(Collected data)
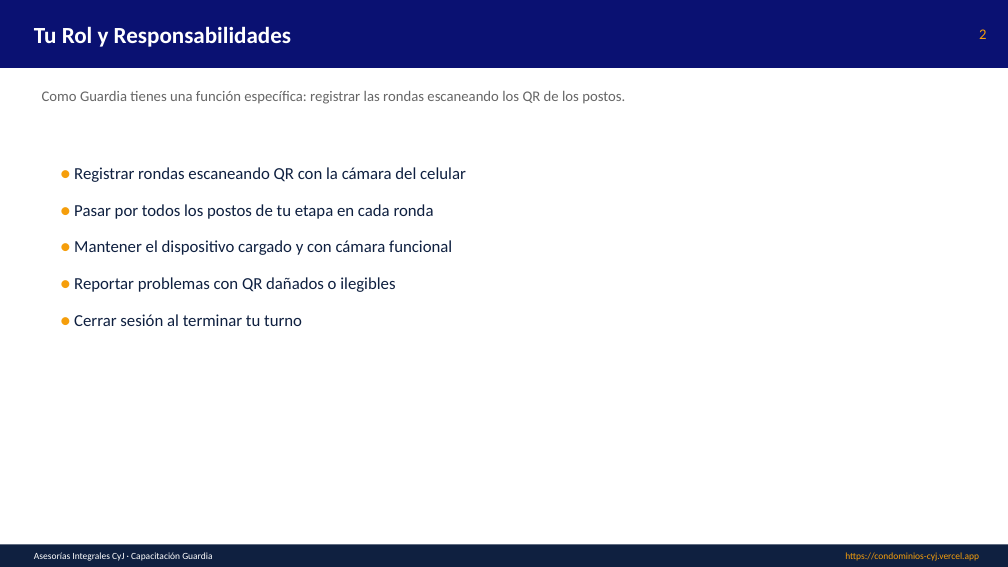
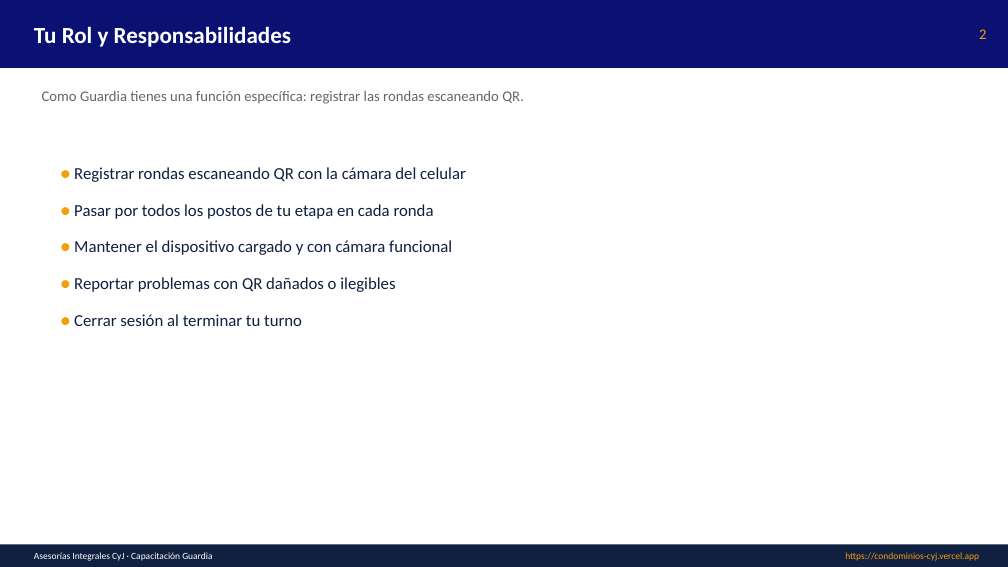
Before and after one commit to asesoriasintegralescyj-stack/condominios-cyj, a slide deck: slide 2 of public/manuales/Capacitacion_Guardia.pptx. Drawn at 1008x567 pixels with LibreOffice and Linux fonts; fonts in the diff are those of the drawing. Boxes give left, top, right and bottom in pixels: in the first picture for what was removed or moved away, otherwise in the second. Text is boxed around its words. In the diff, an @@ line names an element or a change of style, - is before the commit and + after.

```diff
--- a/public/manuales/Capacitacion_Guardia.pptx
+++ b/public/manuales/Capacitacion_Guardia.pptx
@@ text at (x1=42, y1=91, x2=524, y2=104): text changed @@
-Como Guardia tienes una función específica: registrar las rondas escaneando los QR de los postos.
+Como Guardia tienes una función específica: registrar las rondas escaneando QR.
```
Also in this commit, not shown: 7 other slides changed, 2 slides removed, 24 other files.

WHAT IS NEEDED: All the lines above must be written out exactly, without a single picture.

RESPONSE TO THE EXERCISE:
Before and after one commit to asesoriasintegralescyj-stack/condominios-cyj, a slide deck: slide 2 of public/manuales/Capacitacion_Guardia.pptx. Drawn at 1008x567 pixels with LibreOffice and Linux fonts; fonts in the diff are those of the drawing. Boxes give left, top, right and bottom in pixels: in the first picture for what was removed or moved away, otherwise in the second. Text is boxed around its words. In the diff, an @@ line names an element or a change of style, - is before the commit and + after.

```diff
--- a/public/manuales/Capacitacion_Guardia.pptx
+++ b/public/manuales/Capacitacion_Guardia.pptx
@@ text at (x1=42, y1=91, x2=524, y2=104): text changed @@
-Como Guardia tienes una función específica: registrar las rondas escaneando los QR de los postos.
+Como Guardia tienes una función específica: registrar las rondas escaneando QR.
```
Also in this commit, not shown: 7 other slides changed, 2 slides removed, 24 other files.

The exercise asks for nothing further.